Migration Guide¶
Strangler Fig migrations follow eight phases over 8 weeks. Each phase has validation criteria. Don't proceed to next phase until current phase is stable.
Migration Pattern
This guide covers the Strangler Fig pattern for incremental system migration. Review all sections for complete implementation strategy.
Migration Checklist¶
| Phase | Actions | Validation |
|---|---|---|
| 1. Shadow | New system runs in background | Mismatch logging, zero production impact |
| 2. Dual Write | Write to both databases | Data consistency checks |
| 3. 1% Traffic | Route 1% to new system | Error rates, latency P95 |
| 4. 5% Traffic | Increase to 5% | Monitor for 24 hours |
| 5. 10% Traffic | Increase to 10% | Load testing, resource usage |
| 6. 50% Traffic | Half traffic on new | Full production validation |
| 7. 100% Traffic | All traffic on new | Legacy in standby for 1 week |
| 8. Decommission | Remove legacy | Data migration complete |
Don't skip phases. Each validates the next.
Real-World Timeline¶
Weeks 1-2: Shadow Mode¶
- New system processes requests in background
- Logs mismatches with legacy
- Fix discrepancies
- Goal: 99.9% match rate
No production traffic to new system yet. Shadow mode finds bugs without risk.
Week 3: 1% Traffic¶
- Route 1% production traffic
- Monitor error rates, latency
- Fix bugs discovered under real load
Real users hit new system. First chance to validate under production conditions.
Week 4: 10% Traffic¶
- Increase to 10%
- Load test at scale
- Optimize resource usage
Enough traffic to stress test. Too little to cause catastrophic failure.
Weeks 5-6: 50% Traffic¶
- Half production load
- Performance tuning
- Cost analysis
This is the confidence phase. If 50% works for 2 weeks, 100% will work.
Week 7: 100% Traffic¶
- All traffic on new system
- Legacy in standby
- Monitor for regressions
Don't delete legacy yet. Keep it running for instant rollback.
Week 8: Decommission¶
- Remove legacy system
- Delete legacy database
- Update documentation
Migration complete. Legacy system retired.
Common Pitfalls¶
Pitfall 1: No Rollback Plan¶
Always have a kill switch. Feature flag or traffic router that can shift back instantly.
Fix: Deploy feature flag infrastructure before migration starts. Test rollback in staging.

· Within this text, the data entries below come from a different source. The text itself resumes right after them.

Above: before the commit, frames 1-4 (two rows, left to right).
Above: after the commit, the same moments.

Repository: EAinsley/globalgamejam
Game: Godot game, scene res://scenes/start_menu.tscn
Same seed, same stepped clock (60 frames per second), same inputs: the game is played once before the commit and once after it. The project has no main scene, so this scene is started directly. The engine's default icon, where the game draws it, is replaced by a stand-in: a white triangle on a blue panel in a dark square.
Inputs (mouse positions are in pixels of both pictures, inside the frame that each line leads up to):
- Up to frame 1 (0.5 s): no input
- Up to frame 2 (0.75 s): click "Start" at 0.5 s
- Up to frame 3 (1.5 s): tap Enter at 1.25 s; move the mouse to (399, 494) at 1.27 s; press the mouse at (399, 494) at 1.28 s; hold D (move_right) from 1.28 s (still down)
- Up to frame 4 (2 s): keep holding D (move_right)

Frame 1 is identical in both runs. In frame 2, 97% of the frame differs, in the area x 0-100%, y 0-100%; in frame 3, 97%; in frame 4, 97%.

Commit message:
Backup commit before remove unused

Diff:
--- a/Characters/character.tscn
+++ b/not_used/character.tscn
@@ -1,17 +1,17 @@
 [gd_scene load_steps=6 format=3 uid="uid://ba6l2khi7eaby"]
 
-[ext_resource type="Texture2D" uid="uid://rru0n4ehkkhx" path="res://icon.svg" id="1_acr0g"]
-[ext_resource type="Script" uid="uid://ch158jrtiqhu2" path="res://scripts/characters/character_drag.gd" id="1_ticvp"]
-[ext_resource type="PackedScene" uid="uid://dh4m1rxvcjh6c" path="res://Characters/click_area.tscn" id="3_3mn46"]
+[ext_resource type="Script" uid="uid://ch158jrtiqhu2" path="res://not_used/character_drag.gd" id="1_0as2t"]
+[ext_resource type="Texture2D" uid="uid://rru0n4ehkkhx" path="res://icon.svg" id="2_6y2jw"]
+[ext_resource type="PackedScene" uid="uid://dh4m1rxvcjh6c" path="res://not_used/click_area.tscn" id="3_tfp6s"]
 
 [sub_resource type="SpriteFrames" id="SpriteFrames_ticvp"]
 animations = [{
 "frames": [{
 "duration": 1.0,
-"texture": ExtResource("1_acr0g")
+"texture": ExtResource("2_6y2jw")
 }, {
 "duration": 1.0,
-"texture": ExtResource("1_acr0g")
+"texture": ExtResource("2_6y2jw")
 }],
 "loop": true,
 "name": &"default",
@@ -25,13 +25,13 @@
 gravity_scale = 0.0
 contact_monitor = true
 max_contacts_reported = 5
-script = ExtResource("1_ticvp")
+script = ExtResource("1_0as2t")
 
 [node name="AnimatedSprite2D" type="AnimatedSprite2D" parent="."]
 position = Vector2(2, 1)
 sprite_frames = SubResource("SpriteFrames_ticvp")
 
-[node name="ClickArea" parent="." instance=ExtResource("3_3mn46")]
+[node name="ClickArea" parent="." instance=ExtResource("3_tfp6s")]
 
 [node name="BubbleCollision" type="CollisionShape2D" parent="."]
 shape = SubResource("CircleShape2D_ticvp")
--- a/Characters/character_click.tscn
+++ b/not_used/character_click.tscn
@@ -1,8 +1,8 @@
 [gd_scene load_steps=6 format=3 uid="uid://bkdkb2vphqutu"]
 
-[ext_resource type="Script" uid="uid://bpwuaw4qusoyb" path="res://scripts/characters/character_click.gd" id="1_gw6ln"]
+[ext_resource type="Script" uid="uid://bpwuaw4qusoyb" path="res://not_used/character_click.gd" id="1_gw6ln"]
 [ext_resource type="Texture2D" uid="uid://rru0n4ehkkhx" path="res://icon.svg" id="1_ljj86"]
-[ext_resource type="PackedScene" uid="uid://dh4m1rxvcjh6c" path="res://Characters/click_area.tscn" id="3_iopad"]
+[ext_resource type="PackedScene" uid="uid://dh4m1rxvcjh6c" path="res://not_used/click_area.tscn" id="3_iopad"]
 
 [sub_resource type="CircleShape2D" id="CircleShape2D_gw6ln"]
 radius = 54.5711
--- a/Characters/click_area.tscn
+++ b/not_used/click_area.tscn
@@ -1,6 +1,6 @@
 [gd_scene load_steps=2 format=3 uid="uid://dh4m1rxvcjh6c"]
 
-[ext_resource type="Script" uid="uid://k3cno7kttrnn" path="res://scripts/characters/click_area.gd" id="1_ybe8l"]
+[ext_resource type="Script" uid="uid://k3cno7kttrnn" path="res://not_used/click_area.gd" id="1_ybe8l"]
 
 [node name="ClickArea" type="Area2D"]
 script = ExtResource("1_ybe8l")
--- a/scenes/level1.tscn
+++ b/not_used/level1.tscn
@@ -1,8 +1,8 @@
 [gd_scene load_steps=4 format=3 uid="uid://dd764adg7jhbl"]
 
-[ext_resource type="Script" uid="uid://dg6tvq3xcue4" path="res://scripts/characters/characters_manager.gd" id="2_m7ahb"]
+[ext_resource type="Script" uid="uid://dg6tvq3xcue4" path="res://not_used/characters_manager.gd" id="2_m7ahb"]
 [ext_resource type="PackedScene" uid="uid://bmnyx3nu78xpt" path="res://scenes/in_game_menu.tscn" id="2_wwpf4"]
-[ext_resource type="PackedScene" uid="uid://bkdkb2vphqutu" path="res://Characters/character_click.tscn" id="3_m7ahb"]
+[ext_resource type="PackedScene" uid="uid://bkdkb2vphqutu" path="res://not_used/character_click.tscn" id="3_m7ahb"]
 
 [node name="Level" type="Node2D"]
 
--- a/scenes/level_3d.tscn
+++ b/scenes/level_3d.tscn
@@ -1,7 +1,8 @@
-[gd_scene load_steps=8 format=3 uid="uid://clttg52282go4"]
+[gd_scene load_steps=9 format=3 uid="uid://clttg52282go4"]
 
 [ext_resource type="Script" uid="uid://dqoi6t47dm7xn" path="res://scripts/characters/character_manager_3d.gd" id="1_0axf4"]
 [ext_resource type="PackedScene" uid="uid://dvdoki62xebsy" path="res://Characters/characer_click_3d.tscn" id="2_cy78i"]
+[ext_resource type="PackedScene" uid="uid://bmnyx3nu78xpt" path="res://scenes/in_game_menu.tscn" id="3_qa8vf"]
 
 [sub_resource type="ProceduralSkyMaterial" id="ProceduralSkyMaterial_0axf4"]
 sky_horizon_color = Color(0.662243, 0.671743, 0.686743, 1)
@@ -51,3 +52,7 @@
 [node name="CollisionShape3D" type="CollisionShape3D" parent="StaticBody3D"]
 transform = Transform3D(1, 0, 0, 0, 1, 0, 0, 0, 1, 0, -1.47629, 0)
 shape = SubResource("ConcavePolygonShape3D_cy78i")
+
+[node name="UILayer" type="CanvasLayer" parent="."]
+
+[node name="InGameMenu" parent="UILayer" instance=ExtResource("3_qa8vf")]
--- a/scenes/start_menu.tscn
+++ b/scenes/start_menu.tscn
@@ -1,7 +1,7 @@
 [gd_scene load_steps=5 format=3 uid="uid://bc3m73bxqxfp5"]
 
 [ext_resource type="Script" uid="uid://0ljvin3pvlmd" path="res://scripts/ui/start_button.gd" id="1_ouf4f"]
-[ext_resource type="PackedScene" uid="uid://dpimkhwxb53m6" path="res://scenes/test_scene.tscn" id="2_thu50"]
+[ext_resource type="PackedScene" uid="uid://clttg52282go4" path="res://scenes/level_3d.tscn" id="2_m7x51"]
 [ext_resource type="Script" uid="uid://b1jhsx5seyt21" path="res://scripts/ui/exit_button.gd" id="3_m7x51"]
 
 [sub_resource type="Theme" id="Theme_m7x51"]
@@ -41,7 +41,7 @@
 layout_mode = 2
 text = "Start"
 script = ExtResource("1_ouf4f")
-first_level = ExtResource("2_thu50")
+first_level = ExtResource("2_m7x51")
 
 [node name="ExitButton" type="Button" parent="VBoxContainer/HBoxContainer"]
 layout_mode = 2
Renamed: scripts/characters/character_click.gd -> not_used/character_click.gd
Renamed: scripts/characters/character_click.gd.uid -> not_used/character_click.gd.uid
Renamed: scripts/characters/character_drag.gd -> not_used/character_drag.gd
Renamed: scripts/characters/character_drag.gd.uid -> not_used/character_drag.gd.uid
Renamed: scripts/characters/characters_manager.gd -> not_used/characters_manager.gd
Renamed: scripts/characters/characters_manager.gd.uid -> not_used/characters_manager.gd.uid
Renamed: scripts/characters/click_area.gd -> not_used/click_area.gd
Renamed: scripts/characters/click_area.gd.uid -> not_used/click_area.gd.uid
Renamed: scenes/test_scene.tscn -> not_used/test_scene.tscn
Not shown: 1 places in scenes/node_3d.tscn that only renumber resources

Pitfall 2: Skipping Shadow Mode¶
Don't route production traffic to unvalidated code. Shadow first.
Fix: Run new system in shadow mode for minimum 1 week. Fix all mismatches before routing real traffic.
Pitfall 3: Ignoring Data Consistency¶
Dual writes can fail. Monitor lag between legacy and new databases.
Fix: Implement reconciliation jobs that detect and fix data drift. Alert on lag >100ms.
Pitfall 4: Moving Too Fast¶
Don't jump from 1% to 100%. Increase gradually. Monitor each phase.
Fix: Spend at least 24 hours at each phase. If metrics degrade, don't proceed.
Pre-Migration Checklist¶
Before starting:
- [ ] Feature flag system deployed and tested
- [ ] Shadow mode infrastructure in place
- [ ] Monitoring dashboards created (legacy vs new)
- [ ] Alerting rules configured
- [ ] Rollback runbook documented
- [ ] On-call rotation briefed
- [ ] Database backup strategy verified
- [ ] Load testing plan documented
- [ ] Communication plan for stakeholders
Don't start without this foundation.
Success Criteria¶
Migration is complete when:
- New system handles 100% traffic for 1 week
- Error rates ≤ legacy baseline
- Latency P95 ≤ legacy baseline
- Resource usage within budget
- Legacy system removed
- Documentation updated
- Post-mortem completed
Post-Migration Cleanup¶
After decommissioning legacy:
- Remove feature flags (dead code)
- Delete legacy database
- Update runbooks and documentation
- Archive metrics dashboards (historical reference)
- Remove dual-write code paths
- Simplify routing logic
Don't leave migration scaffolding in production forever.
Related Patterns¶
- Implementation Strategies - Feature flags and shadow mode
- Traffic Routing - Percentage and user-based routing
- Monitoring and Rollback - Observability and safety
Week 1: Shadow mode caught edge cases. Week 3: 1% traffic revealed load balancer bug. Week 5: 50% traffic ran stable. Week 8: Legacy decommissioned. Migration complete. Zero production incidents. Post-mortem showed careful phasing prevented catastrophic failure.